He's nice and always smiles, that's why it is not hard to get along with him easily. He's also a gentleman and sweet. That's why in my one year of being his tutor and friend, I knew my feelings for him developed.
But I am so stupid to think that his actions and actions towards me mean something. I thought we felt the same way. I got really shocked when he introduced his girlfriend to his father at the restaurant where I am working.
It was like reality slapped me when I saw his eyes almost sparkle as she looked at her girlfriend. He even smiled at me, looking very proud to introduce Samantha. I smiled back at him, acting very much happy for him even though I feel like my heart is breaking and it hurts so badly. I am very hurt and embarrassed at the same time.
Stupid me to think, he would like someone like me. I am just a waitress and her tutor.
I am the only one who feels something towards him. He doesn’t feel the same way to me, never.
Their visit became often, hanging out and just spending their hours together while laughing and being sweet towards each other. It was like they have their own world that no one else exists while I was away looking at them feeling envious and regretful.

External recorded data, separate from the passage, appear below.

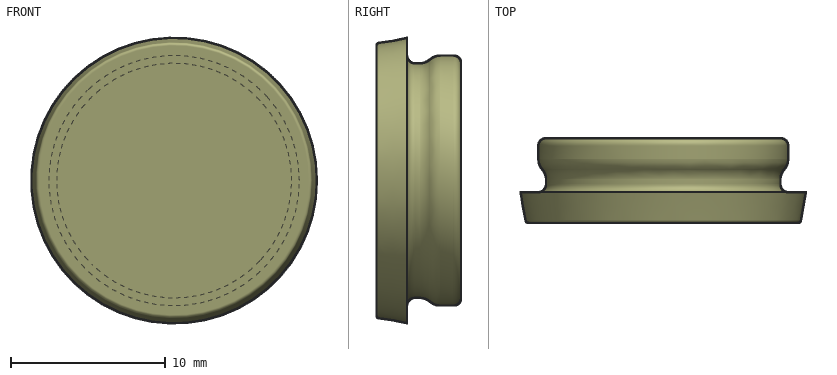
import cadquery as cq
import math

overall_length = 5.5
flange_radius = 9.25
flange_length = 2.0
flange_taper = 10.0
front_edge_fillet = 0.2
rim_radius = 8.1
neck_radius = 7.6
corner_radius = 0.5
neck_land_length = 0.33
shoulder_arc_radius = 0.96

front_radius = flange_radius - flange_length * math.tan(math.radians(flange_taper))
shoulder_rise = (rim_radius - neck_radius) / 2
shoulder_angle = math.acos(1 - shoulder_rise / shoulder_arc_radius)
shoulder_half_length = shoulder_arc_radius * math.sin(shoulder_angle)

neck_start = flange_length + corner_radius
neck_end = neck_start + neck_land_length
shoulder_middle = neck_end + shoulder_half_length
rim_start = shoulder_middle + shoulder_half_length
rim_end = overall_length - corner_radius


def make_flange():
    """Tapered front disc with a rounded front edge."""
    disc = (
        cq.Workplane("XY")
        .lineTo(front_radius, 0)
        .lineTo(flange_radius, flange_length)
        .lineTo(0, flange_length)
        .close()
        .revolve(360, (0, 0, 0), (0, 1, 0))
    )
    return disc.faces("<Y").edges().fillet(front_edge_fillet)


def make_plug():
    """Grooved rear plug, starting at the back of the flange."""
    return (
        cq.Workplane("XY")
        .moveTo(0, flange_length)
        .lineTo(neck_radius + corner_radius, flange_length)
        .radiusArc((neck_radius, neck_start), corner_radius)
        .lineTo(neck_radius, neck_end)
        .tangentArcPoint((neck_radius + shoulder_rise, shoulder_middle), relative=False)
        .tangentArcPoint((rim_radius, rim_start), relative=False)
        .lineTo(rim_radius, rim_end)
        .tangentArcPoint((rim_radius - corner_radius, overall_length), relative=False)
        .lineTo(0, overall_length)
        .close()
        .revolve(360, (0, 0, 0), (0, 1, 0))
    )


result = make_flange().union(make_plug())
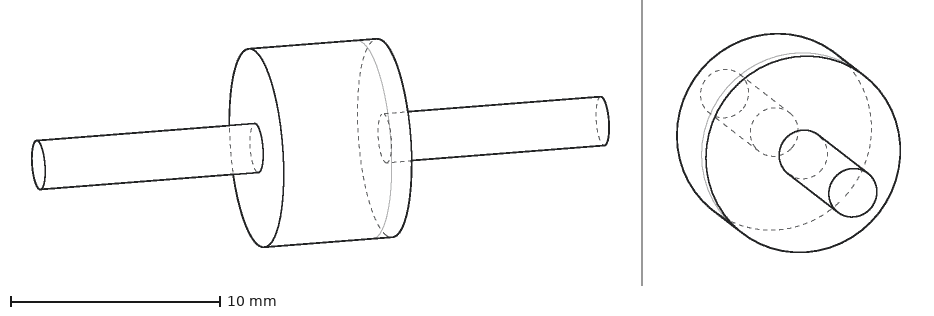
import cadquery as cq

overall_length = 28.0
body_diameter = 9.52
body_length = 6.35
band_length = 1.0
lead_diameter = 2.35

body_front = -body_length / 2
body_back = body_length / 2
band_start = body_back - band_length


def cylinder_along_y(diameter, y_start, y_end):
    """Solid cylinder on the Y axis between two Y positions."""
    plane = cq.Plane(origin=(0, y_start, 0), xDir=(1, 0, 0), normal=(0, 1, 0))
    return cq.Workplane(plane).circle(diameter / 2).extrude(y_end - y_start)


body = cylinder_along_y(body_diameter, body_front, band_start)
band = cylinder_along_y(body_diameter, band_start, body_back)
front_lead = cylinder_along_y(lead_diameter, -overall_length / 2, body_front)
back_lead = cylinder_along_y(lead_diameter, body_back, overall_length / 2)

result = (
    body.union(band, clean=False)
    .union(front_lead, clean=False)
    .union(back_lead, clean=False)
)
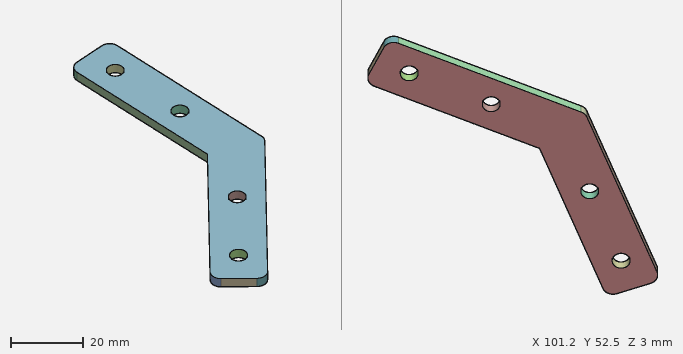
import cadquery as cq
import math

overall_length = 101.2
strip_width = 16.0
thickness = 3.0
corner_radius = 3.0
bend_angle = 45.0
hole_diameter = 5.0
hole_end_distance = 10.0
hole_pitch = 25.0

bend = math.radians(bend_angle)
leg_length = (
    overall_length - corner_radius + corner_radius * (math.cos(bend) + math.sin(bend))
) / (1 + math.cos(bend))
inner_leg_length = leg_length - strip_width * math.tan(bend / 2)


def straight_leg_point(distance, depth):
    """Point at a distance from the free end and a depth below the outer edge."""
    return (distance, strip_width - depth)


def sloping_leg_point(distance, depth):
    """The same location on the sloping leg, measured from its own free end."""
    along = leg_length - distance
    x = leg_length + along * math.cos(bend) - depth * math.sin(bend)
    y = strip_width - along * math.sin(bend) - depth * math.cos(bend)
    return (x, y)


outline = [
    straight_leg_point(0, strip_width),
    straight_leg_point(0, 0),
    straight_leg_point(leg_length, 0),
    sloping_leg_point(0, 0),
    sloping_leg_point(0, strip_width),
    straight_leg_point(inner_leg_length, strip_width),
]
plate = cq.Workplane("XY").polyline(outline).close().extrude(thickness)

inside_corner = cq.selectors.NearestToPointSelector((*outline[-1], thickness / 2))
outside_edges = cq.selectors.SubtractSelector(
    cq.selectors.ParallelDirSelector(cq.Vector(0, 0, 1)), inside_corner
)
plate = plate.edges(outside_edges).fillet(corner_radius)

hole_points = [
    leg_point(distance, strip_width / 2)
    for leg_point in (straight_leg_point, sloping_leg_point)
    for distance in (hole_end_distance, hole_end_distance + hole_pitch)
]
holes = cq.Workplane("XY").pushPoints(hole_points).circle(hole_diameter / 2).extrude(thickness)

result = plate.cut(holes)

I thought he liked me too.
Until they talked to me telling me I won't be his tutor anymore. They decided that Samantha would help him with his subjects that his father didn't approve of though they still do it. Even before, his father didn't like Samantha for him. He even talked to me once and confronted me that he thought Xavier and I had a relationship. Of course I acted like it was a funny statement even though inside I was hoping we had. And then I realized again how embarrassing it was to think that he likes me back. When he is Xavier, the son of my boss.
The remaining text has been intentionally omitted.